This was the case with both DAW PC(s). Seems like Download would have been 'contained' to help keep these files/folders together. Did I miss a step somewhere? 

AGAIN ... all is well, everything moved to HDD, Batch re-saves done. Happy as a clam !


----------



## Donny Grace

sostenuto said:


> Mine was in Spam trap ... several related e-mails. NEVER have much in there, but Murphy's Law !
> Found it two days late.


Not in spam folder either.


----------



## dcoscina

sostenuto said:


> Question for BO-I PC users. All is installed & working fine _ (2) desktop DAW(s).
> 
> Downloaded using Continuata and things went to SSD Download folder. Don't keep large data folders/files there but ran .exe and got things going. When ready to move to HDD, noticed several files scattered around on SSD, different dates, and not really evident mixed in with other recent downloads. Not cool, and had to make new BOI Folder and scoop up all content to put there. [ CAPSULE.nkc, CAPSULE.nkr, Berlin Orchestra inspire.nicnt, Instruments folder was separated from (3) folders __ Data, Documentation, Samples.
> 
> This was the case with both DAW PC(s). Seems like Download would have been 'contained' to help keep these files/folders together. Did I miss a step somewhere?
> 
> AGAIN ... all is well, everything moved to HDD, Batch re-saves done. Happy as a clam !
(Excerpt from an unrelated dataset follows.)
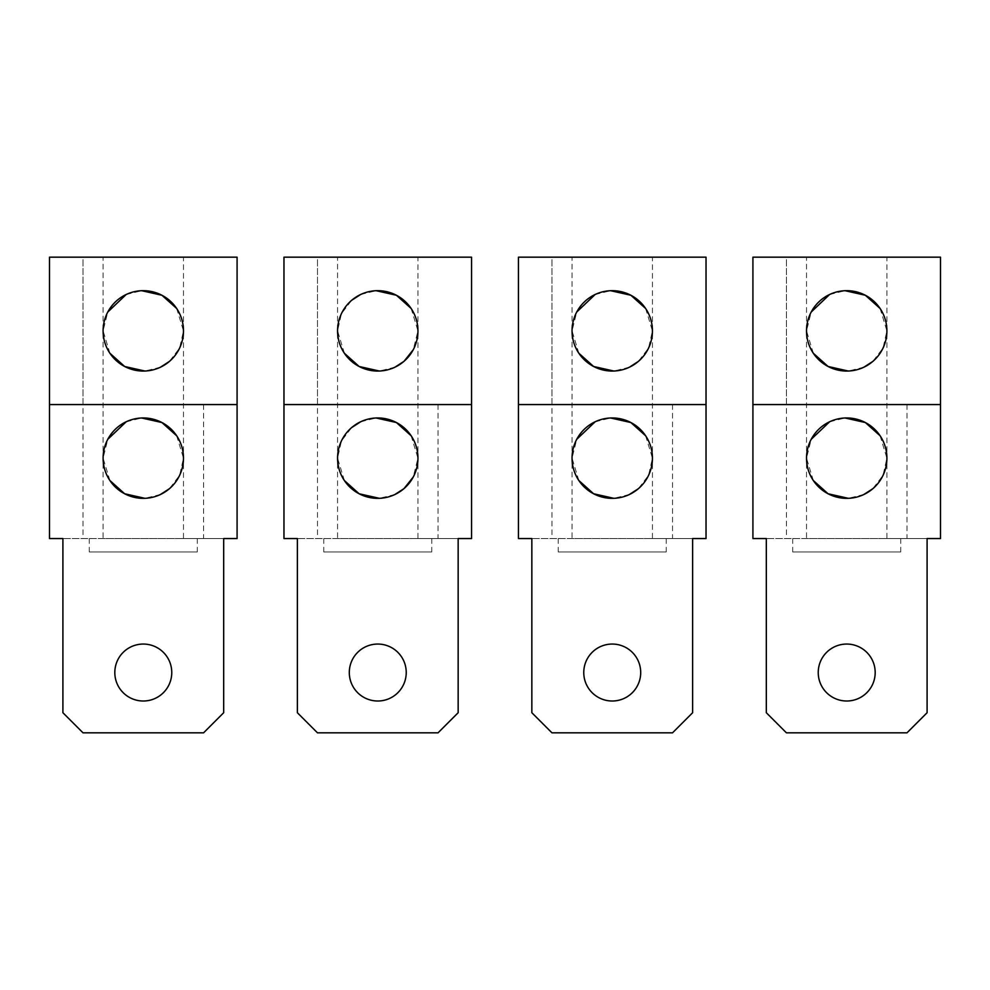 <?xml version="1.0" encoding="UTF-8"?>
<svg xmlns="http://www.w3.org/2000/svg" width="990" height="990" viewBox="0 0 990 990"><rect width="100%" height="100%" fill="white"/><g stroke="black" fill="none" stroke-linecap="round" stroke-linejoin="round"><path stroke-width="0.74" stroke-dasharray="4.95 3.71" d="M349.297 672.532A28.475 28.475 0 0 0 377.759 701.007A28.475 28.475 0 0 0 406.234 672.532A28.475 28.475 0 0 0 377.759 644.057A28.475 28.475 0 0 0 349.297 672.532M458.16 538.548L458.16 712.726L438.05 732.823L317.468 732.823L297.371 712.726L297.371 538.548L458.16 538.548M337.565 538.548L283.969 538.548L283.969 257.177L417.953 257.177L417.953 538.548L337.565 538.548L337.565 257.177M417.953 538.548L471.549 538.548L471.549 257.177L417.953 257.177M317.468 404.564L438.05 404.564L317.468 404.564L317.468 257.177L438.05 257.177L317.468 257.177L438.05 257.177L317.468 257.177L317.468 538.548M323.755 538.548L323.755 551.95L431.776 551.95L323.755 551.95M431.776 538.548L431.776 551.95M283.969 404.564L471.549 404.564M438.05 404.564L438.05 538.548M344.371 480.534L337.565 458.16L341.414 440.996L351.636 427.606M360.669 421.777L376.163 417.99M411.147 435.761L417.953 458.16L413.263 476.994M394.849 494.53L379.356 498.317M344.384 353.257L337.565 330.87L341.414 313.719L351.636 300.317M360.669 294.488L376.163 290.701M411.147 308.472L417.953 330.87L413.275 349.705M394.849 367.253L379.356 371.027M114.815 672.532A28.475 28.475 0 0 0 143.29 701.007A28.475 28.475 0 0 0 171.765 672.532A28.475 28.475 0 0 0 143.29 644.057A28.475 28.475 0 0 0 114.815 672.532M223.678 538.548L223.678 712.726L203.581 732.823L82.999 732.823L62.902 712.726L62.902 538.548L223.678 538.548M103.096 538.548L49.5 538.548L49.5 257.177L183.484 257.177L183.484 538.548L103.096 538.548L103.096 257.177M183.484 538.548L237.08 538.548L237.08 257.177L183.484 257.177M82.999 404.564L203.581 404.564L82.999 404.564L82.999 257.177L203.581 257.177L82.999 257.177L203.581 257.177L82.999 257.177L82.999 538.548M89.273 538.548L89.273 551.95L197.307 551.95L89.273 551.95M197.307 538.548L197.307 551.95M49.5 404.564L237.08 404.564M203.581 404.564L203.581 538.548M109.902 480.534L103.096 458.16L107.786 439.312M126.2 421.777L141.694 417.99M176.678 435.773L183.484 458.16L179.636 475.311L169.401 488.714M160.38 494.53L144.887 498.317M109.902 353.244L103.096 330.87L107.774 312.036M126.2 294.488L141.694 290.701M176.678 308.484L183.484 330.87L179.636 348.035L169.401 361.424M160.38 367.253L144.887 371.027M583.766 672.532A28.475 28.475 0 0 0 612.241 701.007A28.475 28.475 0 0 0 640.703 672.532A28.475 28.475 0 0 0 612.241 644.057A28.475 28.475 0 0 0 583.766 672.532M692.629 538.548L692.629 712.726L672.532 732.823L551.95 732.823L531.84 712.726L531.84 538.548L692.629 538.548M572.047 538.548L518.451 538.548L518.451 257.177L652.435 257.177L652.435 538.548L572.047 538.548L572.047 257.177M652.435 538.548L706.031 538.548L706.031 257.177L652.435 257.177M551.95 404.564L672.532 404.564L551.95 404.564L551.95 257.177L672.532 257.177L551.95 257.177L672.532 257.177L551.95 257.177L551.95 538.548M558.224 538.548L558.224 551.95L666.245 551.95L558.224 551.95M666.245 538.548L666.245 551.95M518.451 404.564L706.031 404.564M672.532 404.564L672.532 538.548M578.853 480.534L572.047 458.16L576.737 439.312M595.151 421.777L610.644 417.99M645.629 435.773L652.435 458.16L648.586 475.311L638.352 488.714M629.331 494.53L613.837 498.317M578.853 353.244L572.047 330.87L576.725 312.036M595.151 294.488L610.644 290.701M645.616 308.484L652.435 330.87L648.586 348.035L638.352 361.424M629.331 367.253L613.837 371.027M818.235 672.532A28.475 28.475 0 0 0 846.71 701.007A28.475 28.475 0 0 0 875.185 672.532A28.475 28.475 0 0 0 846.71 644.057A28.475 28.475 0 0 0 818.235 672.532M927.098 538.548L927.098 712.726L907.001 732.823L786.419 732.823L766.322 712.726L766.322 538.548L927.098 538.548M806.516 538.548L752.92 538.548L752.92 257.177L886.904 257.177L886.904 538.548L806.516 538.548L806.516 257.177M886.904 538.548L940.5 538.548L940.5 257.177L886.904 257.177M786.419 404.564L907.001 404.564L786.419 404.564L786.419 257.177L907.001 257.177L786.419 257.177L907.001 257.177L786.419 257.177L786.419 538.548M792.693 538.548L792.693 551.95L900.727 551.95L792.693 551.95M900.727 538.548L900.727 551.95M752.92 404.564L940.5 404.564M907.001 404.564L907.001 538.548M813.322 480.534L806.516 458.16L811.206 439.312M829.62 421.777L845.113 417.99M880.098 435.773L886.904 458.16L883.055 475.311L872.821 488.714M863.8 494.53L848.306 498.317M813.322 353.244L806.516 330.87L811.194 312.036M829.62 294.488L845.113 290.701M880.098 308.484L886.904 330.87L883.055 348.035L872.821 361.424M863.8 367.253L848.306 371.027"/><path stroke-width="1.49" d="M349.297 672.532A28.475 28.475 0 0 0 377.759 701.007A28.475 28.475 0 0 0 406.234 672.532A28.475 28.475 0 0 0 377.759 644.057A28.475 28.475 0 0 0 349.297 672.532M458.16 712.726L458.16 538.548L471.549 538.548L471.549 257.177L283.969 257.177L283.969 538.548L297.371 538.548L297.371 712.726L317.468 732.823L438.05 732.823L458.16 712.726M283.969 404.564L471.549 404.564M351.636 427.606L360.669 421.777M376.163 417.99L396.396 422.532L411.147 435.761M413.263 476.994L404.031 488.577M403.871 488.714L394.849 494.53M379.356 498.317L359.135 493.775L344.371 480.534M337.565 458.16A40.194 40.194 0 0 0 377.759 498.354A40.194 40.194 0 0 0 417.953 458.16A40.194 40.194 0 0 0 377.759 417.953A40.194 40.194 0 0 0 337.565 458.16M351.636 300.317L360.669 294.488M376.163 290.701L396.396 295.255L411.147 308.472M413.275 349.705L404.044 361.288M403.871 361.424L394.849 367.253M379.356 371.027L359.135 366.486L344.384 353.257M337.565 330.87A40.194 40.194 0 0 0 377.759 371.064A40.194 40.194 0 0 0 417.953 330.87A40.194 40.194 0 0 0 377.759 290.676A40.194 40.194 0 0 0 337.565 330.87M114.815 672.532A28.475 28.475 0 0 0 143.29 701.007A28.475 28.475 0 0 0 171.765 672.532A28.475 28.475 0 0 0 143.29 644.057A28.475 28.475 0 0 0 114.815 672.532M223.678 712.726L223.678 538.548L237.08 538.548L237.08 257.177L49.5 257.177L49.5 538.548L62.902 538.548L62.902 712.726L82.999 732.823L203.581 732.823L223.678 712.726M49.5 404.564L237.08 404.564M107.786 439.312L126.2 421.777M141.694 417.99L161.927 422.544L176.678 435.773M169.401 488.714L160.38 494.53M144.887 498.317L124.653 493.763L109.902 480.534M103.096 458.16A40.194 40.194 0 0 0 143.29 498.354A40.194 40.194 0 0 0 183.484 458.16A40.194 40.194 0 0 0 143.29 417.953A40.194 40.194 0 0 0 103.096 458.16M107.774 312.036L126.2 294.488M141.694 290.701L161.915 295.255L176.678 308.484M169.401 361.424L160.38 367.253M144.887 371.027L124.653 366.486L109.902 353.244M103.096 330.87A40.194 40.194 0 0 0 143.29 371.064A40.194 40.194 0 0 0 183.484 330.87A40.194 40.194 0 0 0 143.29 290.676A40.194 40.194 0 0 0 103.096 330.87M583.766 672.532A28.475 28.475 0 0 0 612.241 701.007A28.475 28.475 0 0 0 640.703 672.532A28.475 28.475 0 0 0 612.241 644.057A28.475 28.475 0 0 0 583.766 672.532M692.629 712.726L692.629 538.548L706.031 538.548L706.031 257.177L518.451 257.177L518.451 538.548L531.84 538.548L531.84 712.726L551.95 732.823L672.532 732.823L692.629 712.726M518.451 404.564L706.031 404.564M576.737 439.312L595.151 421.777M610.644 417.99L630.878 422.544L645.629 435.773M638.352 488.714L629.331 494.53M613.837 498.317L593.604 493.763L578.853 480.534M572.047 458.16A40.194 40.194 0 0 0 612.241 498.354A40.194 40.194 0 0 0 652.435 458.16A40.194 40.194 0 0 0 612.241 417.953A40.194 40.194 0 0 0 572.047 458.16M576.725 312.036L595.151 294.488M610.644 290.701L630.865 295.255L645.616 308.484M638.352 361.424L629.331 367.253M613.837 371.027L593.604 366.486L578.853 353.244M572.047 330.87A40.194 40.194 0 0 0 612.241 371.064A40.194 40.194 0 0 0 652.435 330.87A40.194 40.194 0 0 0 612.241 290.676A40.194 40.194 0 0 0 572.047 330.87M818.235 672.532A28.475 28.475 0 0 0 846.71 701.007A28.475 28.475 0 0 0 875.185 672.532A28.475 28.475 0 0 0 846.71 644.057A28.475 28.475 0 0 0 818.235 672.532M927.098 712.726L927.098 538.548L940.5 538.548L940.5 257.177L752.92 257.177L752.92 538.548L766.322 538.548L766.322 712.726L786.419 732.823L907.001 732.823L927.098 712.726M752.92 404.564L940.5 404.564M811.206 439.312L829.62 421.777M845.113 417.99L865.347 422.544L880.098 435.773M872.821 488.714L863.8 494.53M848.306 498.317L828.073 493.763L813.322 480.534M806.516 458.16A40.194 40.194 0 0 0 846.71 498.354A40.194 40.194 0 0 0 886.904 458.16A40.194 40.194 0 0 0 846.71 417.953A40.194 40.194 0 0 0 806.516 458.16M811.194 312.036L829.62 294.488M845.113 290.701L865.347 295.255L880.098 308.484M872.821 361.424L863.8 367.253M848.306 371.027L828.073 366.486L813.322 353.244M806.516 330.87A40.194 40.194 0 0 0 846.71 371.064A40.194 40.194 0 0 0 886.904 330.87A40.194 40.194 0 0 0 846.71 290.676A40.194 40.194 0 0 0 806.516 330.87"/></g></svg>

I just get into the habit of creating a parent folder for any download whether it's via Continuata or the SF downloader. Saves a lot of time and headache.


----------



## Niklas

GabeCastro said:


> Try layering it with Metropolis Ark next time! :D
> 
> Your song was much more 'epic' than I expected and BOI held up pretty good! Metropolis Ark is meant for epic music and literally has what you wanted: an epic Hans Zimmer-esque percussion, a choir, and very very loud brasses.
> 
> I think for regular scoring, BOI would be enough. And for the more epic action-y stuff, you can layer them both for some pretty great results .
> .



Ofc!  Ark 1 is usually my workhorse for this kind of music, I just wanted to try how well Inspire could do it on it's own. In case anyone wanted both the soft and epic stuff but could only afford the one lib  

As for me, I think Inspire will be my go to for short deadline tracks with softer passages, with Ark 1 added for the aggressive stuff. Inspire just seem more versatile than say Ark 2.


----------



## OT_Tobias

dcoscina said:


> I just get into the habit of creating a parent folder for any download whether it's via Continuata or the SF downloader. Saves a lot of time and headache.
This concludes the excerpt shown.